Unsupervised Gaussian Mixture Model clustering Fraley, 2003) was
employed to identify lymphocyte clusters based on their spatial
proximity to cancer using a training set of 100,000 randomly
sampled lymphocytes (FIG. 2B, Methods). Subsequently, a
three-cluster solution that identify three classes of lymphocytes
was considered the optimal by the Bayesian Information Criterion
(Schwartz, 1978) (FIG. 2B). This three-class solution is
consistently the optimal 97% of the time upon 200 repeated
sampling, whilst the five-class solution was considered optimal 3%
of the time (Methods, FIG. 2C). In addition, the cluster structure
of the three-class solutions was stable (median of cluster mean:
0.011, 0.06, 0.13; standard deviation/SD: 0.002, 0.0047, 0.0045;
FIG. 2C), indicating that the same clusters were identified in each
random sampling. The three classes of lymphocytes were named as
Intra-Tumour Lymphocyte (ITL), Adjacent-Tumour Lymphocyte (ATL) and
Distal-Tumour Lymphocyte (DTL). Subsequently, a classifier was
trained based on the lymphocyte classes to predict the types of
lymphocytes in all TNBC samples (Methods).
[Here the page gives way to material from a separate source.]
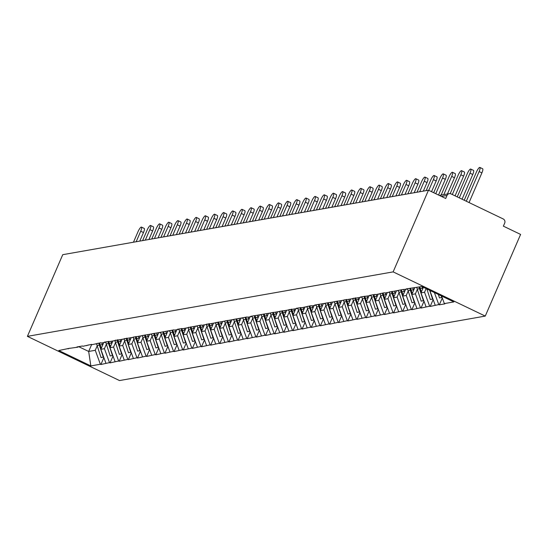 <?xml version="1.0" encoding="UTF-8"?>
<svg xmlns="http://www.w3.org/2000/svg" width="548" height="548" viewBox="0 0 548 548"><rect width="100%" height="100%" fill="white"/><g stroke="black" fill="none" stroke-linecap="round" stroke-linejoin="round"><path stroke-width="0.82" d="M439.455 195.472A3.151 3.021 80 0 1 440.154 195.252L449.244 193.656A3.151 3.021 80 0 1 451.025 193.903L503.167 218.926A3.151 3.021 80 0 1 504.694 223.105L503.372 226.153L520.6 234.421L485.261 316.086L119.519 380.559L27.4 336.356L393.142 271.883L485.261 316.086M441.585 296.016L444.353 303.592L453.881 301.914L421.823 286.529L406.171 288.926L406.726 289.193L408.486 288.515M444.353 303.592L444.908 303.859L439.332 304.839L442.305 297.982M434.393 292.564L438.784 304.578L439.332 304.839M438.784 304.578L430.187 306.455L433.153 299.598M426.125 288.597L424.542 292.248L429.639 306.188L430.187 306.455M429.639 306.188L421.042 308.065L424.008 301.208M417.336 289.371L415.398 293.858L420.487 307.798L421.042 308.065M420.487 307.798L411.897 309.675L414.863 302.818M408.192 290.988L406.253 295.475L411.343 309.415L411.897 309.675M411.343 309.415L402.746 311.291L405.719 304.435M399.047 292.598L397.101 297.084L402.198 311.024L402.746 311.291M402.198 311.024L393.601 312.901L396.567 306.044M389.902 294.214L387.957 298.701L393.053 312.634L393.601 312.901M393.053 312.634L384.456 314.518L387.422 307.654M380.75 295.824L378.812 300.311L383.901 314.251L384.456 314.518M383.901 314.251L375.312 316.127L378.278 309.271M371.606 297.434L369.667 301.921L374.757 315.86L375.312 316.127M374.757 315.86L366.16 317.737L369.133 310.88M362.461 299.05L360.515 303.537L365.612 317.477L366.16 317.737M365.612 317.477L357.015 319.354L359.981 312.497M353.316 300.66L351.371 305.147L356.467 319.087L357.015 319.354M356.467 319.087L347.87 320.964L350.836 314.107M344.165 302.27L342.226 306.757L347.316 320.696L347.87 320.964M347.316 320.696L338.726 322.573L341.692 315.716M335.02 303.887L333.081 308.373L338.171 322.313L338.726 322.573M338.171 322.313L329.574 324.19L332.547 317.333M325.875 305.496L323.93 309.983L329.026 323.923L329.574 324.19M329.026 323.923L320.429 325.8L323.395 318.943M316.73 307.113L314.785 311.6L319.881 325.539L320.429 325.8M319.881 325.539L311.285 327.416L314.251 320.553M307.579 308.723L305.64 313.209L310.73 327.149L311.285 327.416M310.73 327.149L302.14 329.026L305.106 322.169M298.434 310.332L296.495 314.819L301.585 328.759L302.14 329.026M301.585 328.759L292.988 330.636L295.961 323.779M289.289 311.949L287.344 316.436L292.44 330.376L292.988 330.636M292.44 330.376L283.843 332.252L286.81 325.396M280.144 313.559L278.199 318.046L283.295 331.985L283.843 332.252M283.295 331.985L274.699 333.862L277.665 327.005M270.993 315.169L269.054 319.655L274.144 333.595L274.699 333.862M274.144 333.595L265.554 335.472L268.52 328.615M261.848 316.785L259.91 321.272L264.999 335.212L265.554 335.472M264.999 335.212L256.402 337.089L259.375 330.232M252.703 318.395L250.758 322.882L255.854 336.821L256.402 337.089M255.854 336.821L247.258 338.698L250.224 331.841M243.552 320.011L241.613 324.498L246.71 338.438L247.258 338.698M246.71 338.438L238.113 340.315L241.079 333.451M234.407 321.621L232.468 326.108L237.558 340.048L238.113 340.315M237.558 340.048L228.968 341.925L231.934 335.068M225.262 323.231L223.324 327.718L228.413 341.657L228.968 341.925M228.413 341.657L219.816 343.534L222.789 336.678M216.118 324.848L214.172 329.334L219.269 343.274L219.816 343.534M219.269 343.274L210.672 345.151L213.638 338.294M206.966 326.457L205.027 330.944L210.117 344.884L210.672 345.151M210.117 344.884L201.527 346.761L204.493 339.904M197.821 328.067L195.883 332.554L200.972 346.494L201.527 346.761M200.972 346.494L192.382 348.37L195.348 341.514M188.676 329.684L186.738 334.17L191.827 348.11L192.382 348.37M191.827 348.11L183.231 349.987L186.204 343.13M179.532 331.293L177.586 335.78L182.683 349.72L183.231 349.987M182.683 349.72L174.086 351.597L177.052 344.74M170.38 332.91L168.442 337.397L173.531 351.337L174.086 351.597M173.531 351.337L164.941 353.213L167.907 346.35M161.235 334.52L159.297 339.007L164.386 352.946L164.941 353.213M164.386 352.946L155.796 354.823L158.762 347.966M152.091 336.13L150.152 340.616L155.242 354.556L155.796 354.823M155.242 354.556L146.645 356.433L149.618 349.576M142.946 337.746L141 342.233L146.097 356.173L146.645 356.433M146.097 356.173L137.5 358.05L140.466 351.193M133.794 339.356L131.856 343.843L136.945 357.782L137.5 358.05M136.945 357.782L128.355 359.659L131.321 352.802M124.649 340.966L122.711 345.452L127.8 359.392L128.355 359.659M127.8 359.392L119.211 361.269L122.177 354.412M115.505 342.582L113.566 347.069L118.656 361.009L119.211 361.269M118.656 361.009L110.059 362.886L113.032 356.029M106.36 344.192L104.415 348.679L109.511 362.618L110.059 362.886M109.511 362.618L100.914 364.495L103.88 357.639M97.208 345.809L95.27 350.295L100.359 364.235L100.914 364.495M100.359 364.235L90.838 365.913L58.78 350.528L70.069 348.172M406.726 289.193L402.595 289.556L384.854 293.05L384.306 292.783L375.709 294.66L375.154 294.392L369.585 295.372L370.14 295.639L360.44 296.989L360.995 297.256L314.71 305.051L315.264 305.311L311.682 305.948L311.134 305.681L302.537 307.558L296.413 308.271L296.968 308.538L250.683 316.333L251.237 316.6L247.662 317.23L247.107 316.963L201.924 325.293L201.376 325.026L183.635 328.519L177.511 329.232L178.066 329.499L174.49 330.129L173.935 329.862L110.463 341.418L104.339 342.13L104.894 342.397L101.318 343.027L100.764 342.76L92.167 344.644L91.619 344.377L83.022 346.254L82.467 345.987L76.898 346.973L77.453 347.233L67.753 348.583L68.308 348.85M430.385 290.639L430.112 291.269L431.269 291.063M430.112 291.269L435.208 305.209M423.392 287.282L420.967 292.879L424.542 292.248M420.967 292.879L426.056 306.818M397.581 290.803L399.341 290.132M414.726 287.782L411.822 294.488L415.398 293.858M411.822 294.488L416.912 308.428M388.436 292.413L390.19 291.742M405.575 289.392L402.67 296.105L406.253 295.475M402.67 296.105L407.767 310.045M379.285 294.029L381.045 293.358M396.43 291.009L393.526 297.715L397.101 297.084M393.526 297.715L398.622 311.654M370.14 295.639L371.9 294.968M387.285 292.618L384.381 299.331L387.957 298.701M384.381 299.331L389.47 313.271M360.995 297.256L362.755 296.578M378.141 294.228L375.236 300.941L378.812 300.311M375.236 300.941L380.326 314.881M351.85 298.866L353.604 298.194M368.989 295.845L366.085 302.551L369.667 301.921M366.085 302.551L371.181 316.491M342.699 300.475L344.459 299.804M359.844 297.454L356.94 304.167L360.515 303.537M356.94 304.167L362.036 318.107M333.554 302.092L335.314 301.414M350.699 299.071L347.795 305.777L351.371 305.147M347.795 305.777L352.885 319.717M324.409 303.702L326.17 303.03M341.555 300.681L338.65 307.387L342.226 306.757M338.65 307.387L343.74 321.327M315.264 305.311L317.018 304.64M332.403 302.291L329.499 309.004L333.081 308.373M329.499 309.004L334.595 322.943M306.113 306.928L307.873 306.257M323.258 303.907L320.354 310.613L323.93 309.983M320.354 310.613L325.45 324.553M296.968 308.538L298.729 307.866M314.114 305.517L311.209 312.23L314.785 311.6M311.209 312.23L316.299 326.17M287.823 310.154L289.584 309.476M304.969 307.127L302.064 313.84L305.64 313.209M302.064 313.84L307.154 327.779M278.672 311.764L280.432 311.093M295.817 308.743L292.913 315.449L296.495 314.819M292.913 315.449L298.009 329.389M269.527 313.374L271.287 312.703M286.673 310.353L283.768 317.066L287.344 316.436M283.768 317.066L288.865 331.006M260.382 314.99L262.143 314.312M277.528 311.97L274.623 318.676L278.199 318.046M274.623 318.676L279.713 332.615M251.237 316.6L252.998 315.929M268.383 313.579L265.479 320.285L269.054 319.655M265.479 320.285L270.568 334.225M242.086 318.21L243.846 317.539M259.231 315.189L256.327 321.902L259.91 321.272M256.327 321.902L261.423 335.842M232.941 319.827L234.702 319.155M250.087 316.806L247.182 323.512L250.758 322.882M247.182 323.512L252.279 337.452M223.796 321.436L225.557 320.765M240.942 318.415L238.038 325.128L241.613 324.498M238.038 325.128L243.127 339.068M214.652 323.053L216.412 322.375M231.797 320.025L228.893 326.738L232.468 326.108M228.893 326.738L233.982 340.678M205.5 324.663L207.26 323.991M222.646 321.642L219.741 328.348L223.324 327.718M219.741 328.348L224.838 342.288M196.355 326.272L198.116 325.601M213.501 323.252L210.596 329.965L214.172 329.334M210.596 329.965L215.693 343.904M187.211 327.889L188.971 327.218M204.356 324.868L201.452 331.574L205.027 330.944M201.452 331.574L206.541 345.514M178.066 329.499L179.826 328.827M195.211 326.478L192.307 333.184L195.883 332.554M192.307 333.184L197.396 347.124M168.914 331.108L170.675 330.437M186.06 328.088L183.155 334.801L186.738 334.17M183.155 334.801L188.252 348.74M159.769 332.725L161.53 332.054M176.915 329.704L174.011 336.41L177.586 335.78M174.011 336.41L179.107 350.35M150.625 334.335L152.385 333.664M167.77 331.314L164.866 338.027L168.442 337.397M164.866 338.027L169.955 351.967M141.48 335.951L143.24 335.273M158.625 332.924L155.721 339.637L159.297 339.007M155.721 339.637L160.811 353.576M132.328 337.561L134.089 336.89M149.474 334.54L146.569 341.246L150.152 340.616M146.569 341.246L151.666 355.186M123.184 339.171L124.944 338.5M140.329 336.15L137.425 342.863L141 342.233M137.425 342.863L142.521 356.803M114.039 340.788L115.799 340.116M131.184 337.767L128.28 344.473L131.856 343.843M128.28 344.473L133.37 358.413M104.894 342.397L106.654 341.726M122.04 339.376L119.135 346.083L122.711 345.452M119.135 346.083L124.225 360.022M95.742 344.007L97.503 343.336M112.888 340.986L109.984 347.699L113.566 347.069M109.984 347.699L115.08 361.639M86.598 345.624L88.358 344.952M103.743 342.603L100.839 349.309L104.415 348.679M100.839 349.309L105.935 363.249M77.453 347.233L79.213 346.562M91.715 344.425L88.673 351.453L95.27 350.295M78.802 346.72L88.673 351.453L90.838 365.913M27.4 336.356L62.739 254.683L428.481 190.211L393.142 271.883M428.481 190.211L445.709 198.479L447.024 195.431L441.421 196.417M449.244 193.656A3.151 3.021 80 0 0 447.024 195.431M141.459 227.098L144.22 228.42A4.836 1.13 115.6 0 1 143.48 232.544L140.72 231.215A4.836 1.13 -64.4 0 0 141.459 227.098A4.836 1.13 -64.4 0 0 138.021 231.688L133.465 242.216M103.668 357.049L101.051 357.57L97.119 345.528L99.38 345.13L103.305 357.173M96.626 343.671A17.235 16.529 80 0 0 97.119 345.528M98.846 343.103A17.235 16.529 80 0 0 99.38 345.13M101.942 342.918A17.235 16.529 80 0 0 102.401 344.603L102.606 345.233M99.606 342.966A17.235 16.529 80 0 0 100.14 345L101.243 348.377M140.72 231.215L136.164 241.743M143.48 232.544L139.774 241.106M150.604 225.481L153.372 226.81A4.836 1.13 115.6 0 1 152.625 230.927L149.864 229.605A4.836 1.13 -64.4 0 0 150.604 225.481A4.836 1.13 -64.4 0 0 147.165 230.078L142.61 240.606M112.813 355.433L110.196 355.953L106.271 343.918L108.525 343.521L112.45 355.556M105.771 342.062A17.235 16.529 80 0 0 106.271 343.918M107.99 341.486A17.235 16.529 80 0 0 108.525 343.521M111.086 341.308A17.235 16.529 80 0 0 111.545 342.986L111.751 343.623M108.757 341.356A17.235 16.529 80 0 0 109.285 343.384L110.388 346.768M149.864 229.605L145.309 240.127M152.625 230.927L148.919 239.49M159.749 223.872L162.516 225.194A4.836 1.13 115.6 0 1 161.77 229.317L159.009 227.989A4.836 1.13 -64.4 0 0 159.749 223.872A4.836 1.13 -64.4 0 0 156.31 228.468L151.755 238.99M121.957 353.823L119.341 354.344L115.416 342.308L117.669 341.904L121.601 353.946M114.916 340.452A17.235 16.529 80 0 0 115.416 342.308M117.135 339.876A17.235 16.529 80 0 0 117.669 341.904M120.231 339.692A17.235 16.529 80 0 0 120.69 341.377L120.896 342.007M117.902 339.739A17.235 16.529 80 0 0 118.437 341.774L119.539 345.151M159.009 227.989L154.454 238.517M161.77 229.317L158.071 237.88M168.9 222.255L171.661 223.584A4.836 1.13 115.6 0 1 170.921 227.708L168.154 226.379A4.836 1.13 -64.4 0 0 168.9 222.255A4.836 1.13 -64.4 0 0 165.462 226.851L160.907 237.38M131.109 352.213L128.485 352.734L124.56 340.692L126.821 340.294L130.746 352.33M124.06 338.835A17.235 16.529 80 0 0 124.56 340.692M126.287 338.267A17.235 16.529 80 0 0 126.821 340.294M129.376 338.082A17.235 16.529 80 0 0 129.835 339.76L130.047 340.397M127.047 338.13A17.235 16.529 80 0 0 127.581 340.164L128.684 343.541M168.154 226.379L163.599 236.9M170.921 227.708L167.215 236.263M178.045 220.645L180.806 221.974A4.836 1.13 115.6 0 1 180.066 226.091L177.305 224.769A4.836 1.13 -64.4 0 0 178.045 220.645A4.836 1.13 -64.4 0 0 174.607 225.242L170.051 235.763M140.254 350.597L137.637 351.117L133.705 339.082L135.966 338.685L139.891 350.72M133.212 337.226A17.235 16.529 80 0 0 133.705 339.082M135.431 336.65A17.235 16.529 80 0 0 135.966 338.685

[0215] To understand the differences of the newly proposed
lymphocyte classes, additional measures were derived that are based
on direct physical distances. First, for each lymphocyte its
distance to the nearest cancer cell can be quantified (d.sub.min,
Methods, FIG. 2D). It was shown that ITLs have a median distance of
7 .mu.m (interquartile range 5-10) to the nearest cancer cell,
whilst it is 10 .mu.m (7-11) for ATLs, and 20 .mu.m (14-26) for
DTLs (FIG. 2E). The overlap in distance to nearest cancer cell
between ITLs and ATLs suggests that this measure is not the
fundamental difference between the two classes. Since the kernel
density measure based on which the lymphocyte classes were derived
is essentially spatial smoothing, the inventor hypothesised that
the spatial arrangement of cancer cells surrounding lymphocytes
differs between ATLs and ITLs. To measure spatial arrangement, the
inventor examined the convex hull region formed by 5 nearest cancer
cells, which is the smallest region that covers these cells (FIG.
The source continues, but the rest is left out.